-- Exercise goal --
Which of the lines below contain the string "picture"? Copy each one.

[[ Data to process open ]]

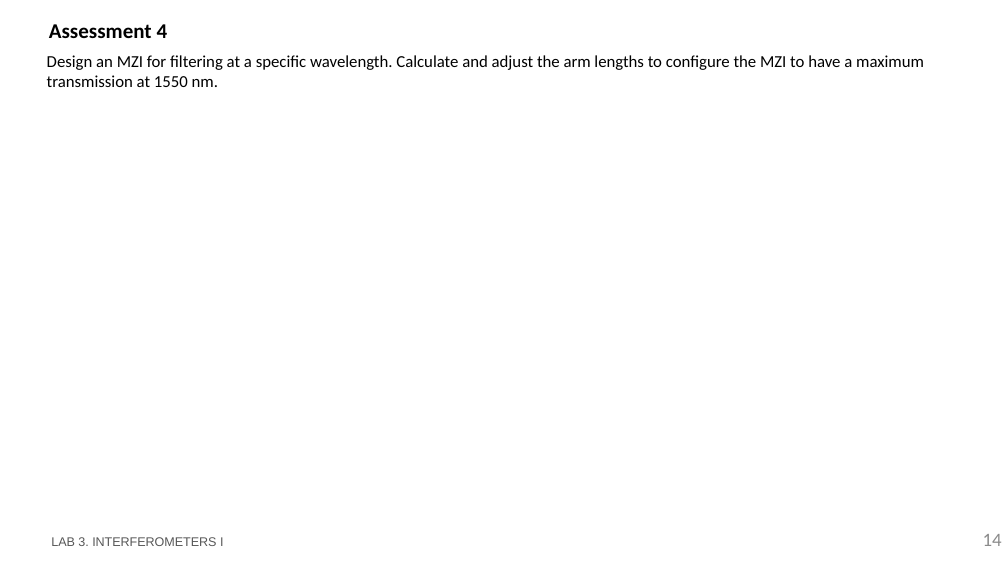
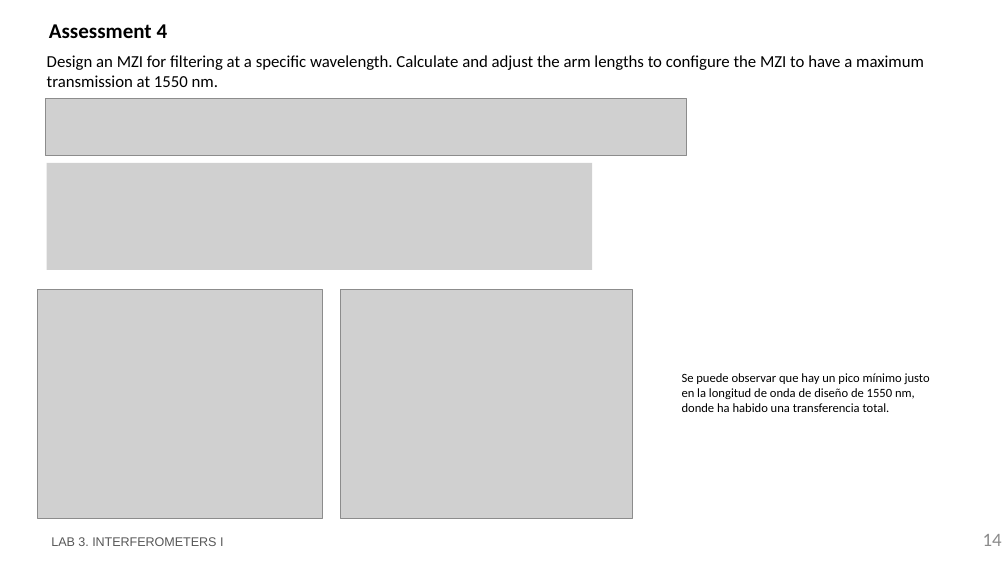
Before and after one commit to snacmuo/pic-upv-lab3, a slide deck: slide 14 of LabBook_3.pptx. Drawn at 1008x567 pixels with LibreOffice and Linux fonts; fonts in the diff are those of the drawing; grey boxes stand for pictures; background and template pictures are left out. Boxes give left, top, right and bottom in pixels: in the first picture for what was removed or moved away, otherwise in the second. Text is boxed around its words. In the diff, an @@ line names an element or a change of style, - is before the commit and + after.

```diff
--- a/LabBook_3.pptx
+++ b/LabBook_3.pptx
@@ picture added at (45,98,687,156) @@
@@ picture added at (47,163,593,270) @@
@@ picture added at (38,290,322,518) @@
@@ picture added at (340,290,633,518) @@
@@ text added at (682,373,930,412), 12 pt, text #000000 @@
+Se puede observar que hay un pico mínimo justo en la longitud de onda de diseño de 1550 nm, donde ha habido una transferencia total.
```
Also in this commit, not shown: 3 other slides changed, 1 other file.

[[ Data to process closed ]]

-- Completed exercise --
Before and after one commit to snacmuo/pic-upv-lab3, a slide deck: slide 14 of LabBook_3.pptx. Drawn at 1008x567 pixels with LibreOffice and Linux fonts; fonts in the diff are those of the drawing; grey boxes stand for pictures; background and template pictures are left out. Boxes give left, top, right and bottom in pixels: in the first picture for what was removed or moved away, otherwise in the second. Text is boxed around its words. In the diff, an @@ line names an element or a change of style, - is before the commit and + after.
@@ picture added at (45,98,687,156) @@
@@ picture added at (47,163,593,270) @@
@@ picture added at (38,290,322,518) @@
@@ picture added at (340,290,633,518) @@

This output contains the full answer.